On Friday, as I watched the techbro Elon Musk and Vivek Ramaswamy wing of the MAGA movement fight a pitched ideological battle with the more economically populist Steve Bannon wing over the H-1B visa program, I was reminded of how history rhymes.

During the wind-down of the crippled Weimar Republic, the three main power centers in Germany were the armed services, the industrialists and the thugs in the street. Within the Nazi Party itself, power was mainly divided between Adolf Hitler, who wielded the political talent, and one of his only true friends, Ernst Röhm, who led the Brownshirts known as the Sturmabteilung (SA). Röhm had a monopoly on the street muscle.

True power was also somewhat determined by ideological battles, and in this respect the SA tended towards socialism and workers’ interests even though they were fervently anti-communist. The northern wing of the SA was heavily influenced by brothers Gregor and Otto Strasser. Otto, in particular was committed to a left-wing populist (and strongly anti-Semitic) economic program. Gregor was a skilled organizer and propagandist who mentored Josef Goebbels.

Röhm and the Strassers were as instrumental in the rise of the Nazi Party as Hitler, but they were liabilities in convincing President Paul von Hindenburg to make Hitler chancellor. For Röhm, the problem was that his brownshirts were violent and lawless. For the Strassers, the concern was their left-wing economic views.
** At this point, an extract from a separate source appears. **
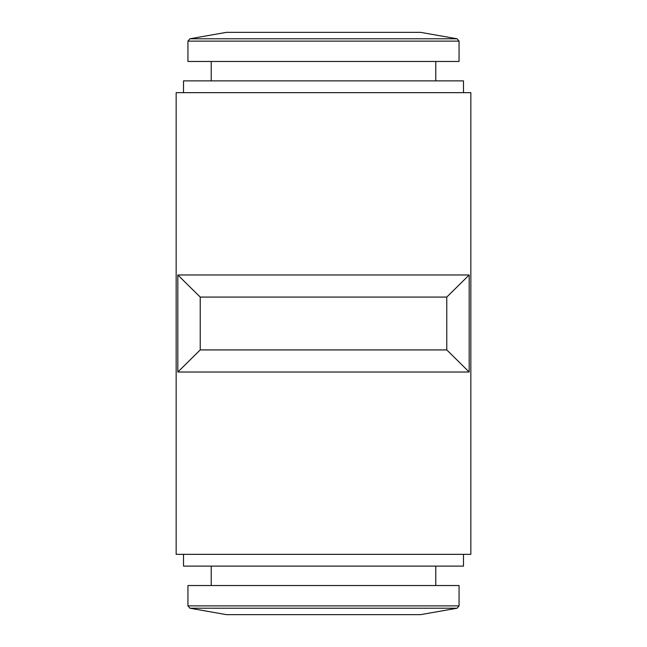 <?xml version="1.0" encoding="UTF-8"?>
<svg xmlns="http://www.w3.org/2000/svg" width="647" height="647" viewBox="0 0 647 647"><rect width="100%" height="100%" fill="white"/><g stroke="black" fill="none" stroke-linecap="round" stroke-linejoin="round"><path stroke-width="0.97" d="M200.222 297.078L446.778 297.078L469.172 274.975L177.828 274.975L200.222 297.078L200.222 349.922L446.778 349.922L446.778 297.078M200.222 349.922L177.828 372.025L469.172 372.025L446.778 349.922M187.945 605.891L189.894 608.212L226.401 614.65L420.599 614.65L457.106 608.212L459.055 605.891L459.055 585.535L187.945 585.535L187.945 605.891L459.055 605.891M226.401 32.35L420.599 32.35L457.106 38.788L189.894 38.788L226.401 32.35M187.945 41.109L459.055 41.109L459.055 61.465L187.945 61.465L187.945 41.109L189.894 38.788M211.221 80.875L211.221 61.465M183.522 92.658L183.522 80.875L463.478 80.875L463.478 92.658M176.154 92.658L470.846 92.658L470.846 554.342L176.154 554.342L176.154 92.658M177.828 372.025L177.828 274.975M469.172 372.025L469.172 274.975M183.522 554.342L183.522 566.125L463.478 566.125L463.478 554.342M211.221 585.535L211.221 566.125M189.894 608.212L457.106 608.212M459.055 41.109L457.106 38.788M435.779 80.875L435.779 61.465M435.779 585.535L435.779 566.125"/></g></svg>
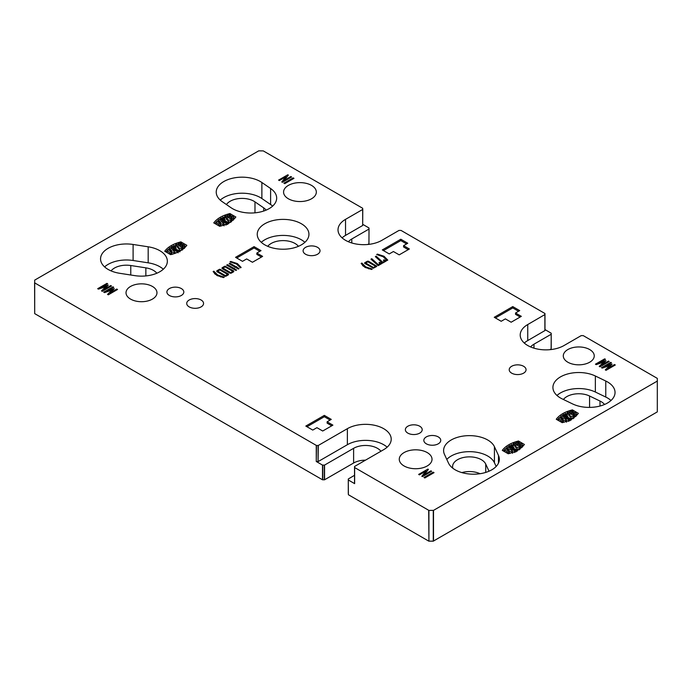 <?xml version="1.0" encoding="UTF-8"?>
<svg xmlns="http://www.w3.org/2000/svg" width="692" height="692" viewBox="0 0 692 692"><rect width="100%" height="100%" fill="white"/><g stroke="black" fill="none" stroke-linecap="round" stroke-linejoin="round"><path stroke-width="1.04" d="M179.911 244.155L181.65 243.705L181.486 243.039L178.311 243.593L179.15 245.15L183.268 245.66L182.23 246.283L182.93 247.113L184.409 246.473L184.6 245.366L182.653 244.233L179.92 244.215M184.409 247.987L184.6 245.366M184.409 248.411L184.6 247.303M182.23 248.22L183.077 249.085L183.077 247.148M182.325 246.188L182.23 247.935M182.541 245.288L182.541 246.162M181.589 247.477L182.541 247.226M178.311 243.593L178.078 244.925M167.153 250.288L170.578 253.722L171.901 253.281L169.903 251.161L173.951 252.667L174.972 252.329L172.377 249.63L177.014 251.464A27.836 16.072 0 0 0 178.078 250.945L170.033 247.727L169.185 248.454L171.737 250.746L167.845 249.57L167.153 250.288L167.161 252.295L168.182 253.263M167.153 252.225L167.153 250.348L167.144 252.251M169.185 248.376L169.185 249.968M178.078 252.087L178.069 250.833M182.411 248.065L176.996 244.129L175.716 244.657L178.45 246.776L173.718 245.556L176.252 248.047L172.36 246.3L171.279 246.871L178.709 250.521L179.851 249.881L177.515 247.399L181.442 248.791L182.411 248.065L182.411 249.578M179.868 250.175L180.941 250.547M171.279 246.871L171.296 248.143M170.543 254.63L164.731 251.213C167.983 246.871 173.372 243.766 180.889 241.88L186.84 245.314C183.579 249.656 178.19 252.762 170.673 254.647L170.543 254.63M181.65 244.406L181.771 243.662M175.024 252.641L175.915 253.012M171.919 253.834L172.671 254.111M171.85 254.345L171.901 253.281M173.744 245.47L173.718 246.975M175.742 244.553L175.716 245.833M184.686 245.945L185.802 246.594M165.76 251.871L167.144 250.478M168.182 249.604L169.168 248.869M170.647 247.892L171.253 247.537M172.991 246.612L173.701 246.274M175.171 245.634L175.69 245.435M380.315 263.583L378.957 262.796L379.778 262.32L381.863 263.522L378.204 265.642L370.955 259.163L371.76 258.696L378.342 264.716L380.315 263.583L380.315 264.422M378.342 264.716L378.342 265.555M371.76 258.696L371.76 259.898M379.778 262.32L379.778 263.271M403.592 245.651L409.379 248.99L399.197 254.864L393.411 251.525L389.241 253.929L382.304 249.924L400.815 239.233L407.752 243.247L403.592 245.651L403.592 246.983L408.219 249.656M400.815 239.233L400.815 240.574L406.602 243.913M383.463 250.59L400.815 240.574M365.705 263.029L373.49 267.519L375.618 266.29L367.841 261.801L365.705 263.029L365.705 263.972M375.618 266.29L375.618 267.129M364.537 263.081L364.831 262.7L364.831 263.47L364.537 263.081M364.831 262.7L367.279 261.282L368.585 261.282L376.794 266.238L373.403 268.202L364.814 263.462M373.49 267.519L373.49 268.193M376.509 265.858L376.509 266.619M368.585 261.282L368.585 262.233M367.928 261.118L367.928 261.853M367.279 261.282L367.279 262.121M384.7 261.048L383.342 260.27L384.164 259.794L386.24 260.996L382.589 263.107L375.332 256.637L376.145 256.17L382.728 262.19L384.7 261.048L384.7 261.887M382.728 262.19L382.728 263.029M376.145 256.17L376.145 257.372M384.164 259.794L384.164 260.737M377.356 254.102L384.025 256.265L387.771 260.114L386.992 260.486L383.195 256.741L376.707 254.552L377.356 254.102L377.356 254.665M384.025 256.265L384.025 257.251M386.162 259.171L387.2 260.443M361.907 263.09L365.696 266.844L372.253 269.067L371.561 269.473L364.892 267.311L361.146 263.462L361.838 263.055L362.66 265.65M368.689 268.193L368.689 268.877M365.696 266.844L365.696 267.717M363.352 265.114L363.352 266.247M361.838 263.055L361.907 264.43M237.391 263.591L241.136 267.449L240.427 267.856L236.569 264.067L230.003 261.844L230.721 261.429L237.391 263.591L237.391 264.586M239.536 266.498L240.565 267.778M230.721 261.429L230.721 262M233.913 268.34L236.586 270.07L235.92 270.46L226.691 265.123L227.521 264.647L233.913 268.34L233.913 269.3M227.521 264.647L227.521 265.607M234.251 269.491L234.277 268.133L234.432 269.595M222.936 268.133L230.713 272.622L232.841 271.394L225.064 266.904L222.936 268.133L222.936 269.084M232.841 271.394L232.841 272.233M222.054 267.804L222.054 268.574L222.054 267.804L224.502 266.385L224.502 267.224M224.502 266.385L225.16 266.221L225.16 266.956M225.16 266.221L233.732 270.961L233.732 271.722L231.284 273.132L229.969 273.141L222.045 268.565M230.713 272.622L230.713 273.297M233.732 270.961L233.732 271.722M225.808 266.385L225.808 267.337M217.686 271.16L225.471 275.65L227.599 274.421L219.822 269.932L217.686 271.16L217.686 272.112M227.599 274.421L227.599 275.26M216.812 270.832L216.812 271.601L216.812 270.832L219.26 269.422L219.26 270.252M219.26 269.422L219.909 269.249L219.909 269.984M219.909 269.249L228.49 273.989L228.49 274.75L226.042 276.16L224.718 276.169L216.795 271.593M225.471 275.65L225.471 276.324M228.49 273.989L228.49 274.75M220.566 269.422L220.566 270.364M213.819 271.186L217.677 274.975L224.234 277.207L223.542 277.604L216.873 275.442L213.127 271.593L213.819 271.186L214.641 273.781M213.88 271.229L213.88 272.562M220.67 276.324L220.67 277.008M217.677 274.975L217.677 275.849M215.333 273.245L215.333 274.378M236.37 266.93L239.043 268.652L238.377 269.041L229.147 263.713L229.969 263.228L236.37 266.93L236.37 267.882M229.969 263.228L229.969 264.188M236.699 268.072L236.733 266.723L236.889 268.176M242.494 261.334L235.557 257.32L254.068 246.637L261.005 250.642L256.844 253.047L262.623 256.386L252.442 262.268L246.663 258.929L242.494 261.334M256.844 253.047L256.844 254.388L261.472 257.061M254.068 246.637L254.068 247.97L259.846 251.308M236.707 257.995L254.068 247.97M362.772 209.321L362.677 225.488L362.677 208.275L263.306 150.908L258.721 150.847L34.695 280.113L34.695 313.623L34.6 282.76M544.976 329.634L544.881 313.467L401.049 230.427L399.007 230.427L381.863 240.332A25.691 14.835 180 0 1 353.872 243.541A25.691 14.835 180 0 1 338.016 229.839A25.691 14.835 180 0 1 345.533 219.355L362.677 209.46M342.09 237.858A25.691 14.835 180 0 1 345.533 235.384L362.677 225.488M551.126 348.984L551.221 334.149L551.126 348.984L549.915 349.676M524.285 343.05A25.691 14.835 180 0 1 527.736 340.576L544.976 330.542L544.976 314.514L527.736 324.548A25.691 14.835 180 0 0 520.211 335.032A25.691 14.835 180 0 0 536.066 348.733A25.691 14.835 180 0 0 564.058 345.516L581.202 335.62L583.244 335.62L657.305 378.377L657.305 411.887L433.278 541.153L428.919 541.153L428.919 510.419L354.538 467.481L354.633 466.434L383.697 449.653A25.691 14.835 180 0 0 391.214 439.169A25.691 14.835 180 0 0 375.358 425.468A25.691 14.835 180 0 0 347.367 428.677L347.367 444.714A25.691 14.835 180 0 1 387.139 447.179M428.694 510.367L428.919 541.153M428.694 541.092L348.387 494.728L348.292 478.985L354.538 475.3M348.292 479.902L348.387 494.728M365.488 460.163A16.85 9.731 0 0 0 353.612 463.017L324.557 479.79L324.557 465.093L322.507 465.093L316.261 461.486L316.495 445.51L34.695 282.898M322.507 465.093L322.507 479.79L324.557 479.79M322.507 479.79L34.695 313.623M368.931 243.792L369.026 228.965L368.931 243.792L367.72 244.492M480.032 473.709A16.85 9.731 0 0 0 461.858 472.601M362.772 224.364L368.931 227.919L369.026 228.965M530.617 346.952A16.85 9.731 180 0 1 533.982 344.183L551.126 334.288M544.976 329.556L551.221 333.241L551.221 347.938M551.221 333.241L551.221 334.149M348.422 241.767A16.85 9.731 180 0 1 351.787 238.991L368.931 229.095M544.976 313.606L544.976 314.514M317.542 247.338A8.46 4.887 180 0 1 320.024 250.789A8.46 4.887 180 0 1 311.564 255.677A8.46 4.887 180 0 1 303.105 250.789A8.46 4.887 180 0 1 308.329 246.283A8.46 4.887 180 0 1 317.542 247.338M261.282 242.321A25.855 14.921 180 0 1 304.895 242.321M267.743 246.317A16.85 9.731 180 0 1 283.089 240.608A16.85 9.731 180 0 1 298.442 246.317M264.811 244.856A25.855 14.921 180 0 1 257.242 234.303A25.855 14.921 180 0 1 283.089 219.381A25.855 14.921 180 0 1 308.943 234.303A25.855 14.921 180 0 1 292.984 248.091A25.855 14.921 180 0 1 264.811 244.856M220.765 222.495L218.214 220.125L218.214 222.063L218.196 220.091M234.83 218.265L233.714 217.625M224.718 217.106L224.199 217.314M222.729 217.954L222.02 218.291M220.281 219.208L219.684 219.572M218.196 220.54L217.21 221.284M216.172 222.158L214.788 223.542M224.943 224.684L224.052 224.32M221.7 225.791L220.947 225.514M217.21 224.943L216.189 223.966L216.181 221.959L216.181 223.897M231.569 218.897L230.618 219.148M233.628 218.983L233.438 220.082M231.958 220.722L232.105 218.819L232.105 220.757L231.258 219.892L231.258 217.954L231.249 219.866M229.969 222.227L228.896 221.847M219.45 226.232L219.45 225.367L216.181 221.959L217.037 221.224L220.601 222.513M225.895 225.082L226.042 223.144A27.836 16.072 0 0 0 227.106 222.616L219.217 219.39L218.214 220.056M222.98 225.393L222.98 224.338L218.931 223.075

Hitler renounced Otto Strasser causing him to leave the party and set up a rival organization. But reassurance for Hindenburg also came from a November 19, 1932 letter known as the Industrielleneingabe, or Industrial Petition. Signed by business and banking titans like Erwin Merck, Hjalmar Schacht and Kurt Baron von Schröder, it requested that Hindenburg put Hitler in charge. This was ultimately successful, but it didn’t alleviate Hindenburg’s concerns. Throughout 1933 and into 1934, the SA continued to act in a lawless manner and aspired to take control of the armed services, which they outnumbered. Hindenburg eventually threatened Hitler with a military coup if he couldn’t get them under control.

It was at this point that Hitler acted in what is now called the Night of the Long Knives. He arrested and murdered Röhm, Gregor Strasser, and many of their allies, bringing the SA firmly under the control of the military and wiping out the left-wing populist wing of the Nazi Party for good.

In the end, the army and the industrialists won the power struggle over the street thugs, but soon saw themselves helpless to stand up to the political power assumed by Hitler after gaining complete control of the sole remaining legal political party.

That Elon Musk is a latter-day Nazi is easily seen by the fact that on Saturday he published an opinion piece in Welt am Sonntag, a German newspaper, in which he expressed his support for the neo-Nazi Alternative for Germany (AfD) political party in the upcoming elections.

Musk did not need to reach above Trump to convince a Hindenburg to give him the presidency. But his purchase of Twitter was its own form of a Industrielleneingabe, or Industrial Petition on Trump’s behalf. The world’s richest man was putting his stamp of approval on a highly suspect candidate who had left power in disgrace in 2021.

Now Musk is in the same kind of battle the German industrialists and the leaders of the military were facing against the economic populism of the SA under Hitler. As the world’s richest man, he has to be favored to win, right?

Trump has staffed his incoming administration heavily with billionaires whose interests do not align easily with his MAGA foot soldiers who do not want imported labor of any type, whether skilled or unskilled.

Fascist movements built on alliances between ethnic majority workers and their corporate overlords do not remain stable. One side will win out at the expense of the other. Or it might seem that way, for a little while.

In truth, any movement based on a cult of personality will have no winners. Everyone loses, including eventually the cult leader himself.

But in the short term, Trump will soon reveal where he thinks his interests lie. Is it with the techbros and their desire for skilled foreign labor or with the working class white nationalists who want an end to all nonwhite immigration of any type?

One way or another, a new Night of the Long Knives is not far off.